= Northwest Indiana Regional Bus Authority =

Northwest Indiana Regional Bus Authority was a regional public transit agency operating in Northwest Indiana's Lake and Porter counties. Established in 2000, it was known as Regional Transportation Authority until 2005. The agency is responsible for improving public transit options in Northwestern Indiana by consolidating and modifying existing services and introducing new ones to fill the gaps. Under the current consolidation plan, RBA will eventually assume responsibility for running all existing bus services in Lake and Porter counties. The details of the plan are still under development as of January 2010.

RBA is funded by Northwest Indiana Regional Development Authority until December 2011. If it does not come up with an alternative funding source, the agency and the services it operates will be shut down.

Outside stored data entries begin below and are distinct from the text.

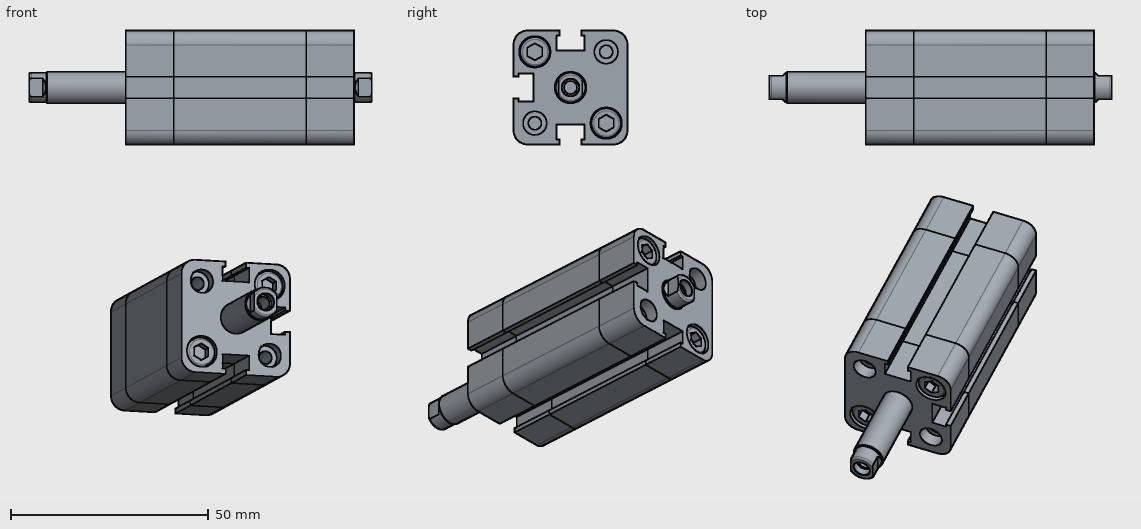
import cadquery as cq
import math


housing_side = 29.0
corner_radius = 3.65
front_face_x = 24.5
rear_face_x = 82.5
cover_length = 12.2
barrel_length = rear_face_x - front_face_x - 2 * cover_length

slot_mouth_width = 5.5
slot_inner_width = 7.05
slot_lip = 1.3
slot_depth = 5.05

fastener_offset = 9.05
counterbore_radius = 4.0
counterbore_depth = 4.0
screw_head_radius = 3.7
screw_head_fillet = 0.5
screw_head_recess = 0.5
hex_across_flats = 3.7
hex_depth = 2.6
mount_hole_radius = 3.0
mount_hole_depth = 3.5
pilot_hole_radius = 1.65

rod_length = 87.0
rod_radius = 4.0
shoulder_chamfer = 0.3
neck_radius = 3.785
neck_length = 4.35
neck_fillet = 0.5
flat_width = 6.0
flat_runout = 0.9
rod_countersink = 0.1
rod_hole_radius = 2.2
rod_hole_depth = 2.1
rod_pilot_radius = 1.65
rod_pilot_depth = 8.7


def cylinder(radius, x_start, length, y=0.0, z=0.0):
    """Solid cylinder along +X."""
    return cq.Workplane("YZ", origin=(x_start, y, z)).circle(radius).extrude(length)


def slot_cutter(x_start, length):
    """T-slot that opens through the top side."""
    top = housing_side / 2
    mouth = slot_mouth_width / 2
    inner = slot_inner_width / 2
    lip_z = top - slot_lip
    floor_z = top - slot_depth
    return (
        cq.Workplane("YZ", origin=(x_start, 0, 0))
        .moveTo(-mouth, top)
        .lineTo(-mouth, lip_z)
        .lineTo(-inner, lip_z)
        .lineTo(-inner, floor_z)
        .lineTo(inner, floor_z)
        .lineTo(inner, lip_z)
        .lineTo(mouth, lip_z)
        .lineTo(mouth, top)
        .close()
        .extrude(length)
    )


def housing_section(x_start, length):
    """Length of the rounded square profile with its T-slots and the rod bore."""
    section = (
        cq.Workplane("YZ", origin=(x_start, 0, 0))
        .rect(housing_side, housing_side)
        .extrude(length)
        .edges("|X")
        .fillet(corner_radius)
    )
    for angle in (0, 90, 180):
        section = section.cut(slot_cutter(x_start, length).rotate((0, 0, 0), (1, 0, 0), angle))
    return section.cut(cylinder(rod_radius, x_start, length))


def screw_gap_cutter(y, z):
    """Counterbore opening at X = 0, less the socket head that stands in it."""
    head = cylinder(screw_head_radius, screw_head_recess, counterbore_depth - screw_head_recess, y, z)
    head = head.faces("<X").edges().fillet(screw_head_fillet)
    hex_radius = hex_across_flats / math.sqrt(3)
    socket = (
        cq.Workplane("YZ", origin=(screw_head_recess, y, z))
        .polygon(6, 2 * hex_radius)
        .extrude(hex_depth)
        .rotate((0, y, z), (1, y, z), 90)
    )
    return cylinder(counterbore_radius, 0, counterbore_depth, y, z).cut(head.cut(socket))


def cover():
    """Front cover with its outer face at X = 0."""
    body = housing_section(0, cover_length)
    for side in (-1, 1):
        offset = side * fastener_offset
        body = body.cut(screw_gap_cutter(-offset, offset))
        body = body.cut(cylinder(mount_hole_radius, 0, mount_hole_depth, offset, offset))
        body = body.cut(cylinder(pilot_hole_radius, 0, cover_length, offset, offset))
    return body


def rod_end_hole():
    """Countersunk, stepped round hole in a rod end at X = 0."""
    return (
        cq.Workplane("XY")
        .lineTo(0, rod_hole_radius + rod_countersink)
        .lineTo(rod_countersink, rod_hole_radius)
        .lineTo(rod_hole_depth, rod_hole_radius)
        .lineTo(rod_hole_depth, rod_pilot_radius)
        .lineTo(rod_pilot_depth, rod_pilot_radius)
        .lineTo(rod_pilot_depth, 0)
        .close()
        .revolve(360, (0, 0, 0), (1, 0, 0))
    )


def flat_cutter(side):
    """Removes one side of a neck at X = 0; the flat runs out at 45 degrees."""
    flat_y = side * flat_width / 2
    outer_y = side * (flat_width / 2 + 2 * flat_runout)
    flat_end = neck_length - flat_runout
    return (
        cq.Workplane("XY", origin=(0, 0, -rod_radius))
        .moveTo(0, flat_y)
        .lineTo(flat_end, flat_y)
        .lineTo(flat_end + 2 * flat_runout, outer_y)
        .lineTo(0, outer_y)
        .close()
        .extrude(2 * rod_radius)
    )


def rod_half():
    """Half of the rod, with its tip at X = 0."""
    neck = cylinder(neck_radius, 0, neck_length).faces("<X").edges().fillet(neck_fillet)
    shank = cylinder(rod_radius, neck_length, rod_length / 2 - neck_length)
    shank = shank.faces("<X").chamfer(shoulder_chamfer)
    half = neck.union(shank).cut(rod_end_hole())
    for side in (-1, 1):
        half = half.cut(flat_cutter(side))
    return half


def facing_rear(body, tip_x):
    """Mirrors a body built from X = 0 so that its outer end lies at tip_x."""
    return body.mirror("YZ").translate((tip_x, 0, 0))


front_cover = cover().translate((front_face_x, 0, 0))
barrel = housing_section(front_face_x + cover_length, barrel_length)
rear_cover = facing_rear(cover(), rear_face_x)
piston_rod = rod_half().union(facing_rear(rod_half(), rod_length))

result = cq.Compound.makeCompound(
    [front_cover.val(), barrel.val(), rear_cover.val(), piston_rod.val()]
)

All fixed-route services operated by the RBA were shut down on June 30, 2012. Paratransit service was discontinued at the end of July 2012.

==Services operated by RBA==

In 2008, RBA partnered up with Gary Public Transportation Corporation to operate three express inter-city routes - Route 12:Tri City Connection, Route 17: South Broadway Express and Route 20: U.S. 30/Lincoln Highway Circular. RBA increased service frequency from an hour to half an hour. Route 12 connects Gary to Hammond Transit System's Dan Rabin Transit Center, allowing commuters to transfer to HTS and PACE buses. Route 17 connects Gary to Merrillville's Century Mall. Route 20 acts as a feeder service four Route 17, connecting riders to shopping destinations throughout Merrillville.

As of January 2010, RBA assumed responsibility for running Hammond Transit System, which serves the cities of Hammond, Indiana and Whiting, Indiana. Originally, the system routes, prices and service frequency remained the same. The only visible indicator of the new ownership were the "EasyGo" stickers applied over all "Hammond Transit System" labels on the buses (the bus stop signage still retains the old name). On August 2, 2010, the RBA revamped the system as EasyGo Lake Transit service, expanding its reach to several Lake County suburbs and adding a new express route that links between Munster and the Lake county government offices at Crown Point.

On February 1, 2010, RBA introduced a new rush hour express bus service between Dyer and downtown Chicago in a manner similar to Valparaiso's ChicaGo Dash. Known as EasyGo Chicago, it makes two trips from Dyer fire station to the Loop in the mornings and two return trips to Dyer in the evenings. The tickets cost $7.50 each way. So far, the ridership has been modest (an average of 17 riders per day). It is funded using RBA funds and a stimulus grant for the first two years. It is unclear how it will be funded once the stimulus funds expire.

RBA is currently considering taking over GPTC transit system and potentially tweaking the routes to make them more compatible with Hammond Transit System routes it already controls. No deal has been finalized as of July 2010.

On June 30, 2012, all routes were shut down and service discontinued.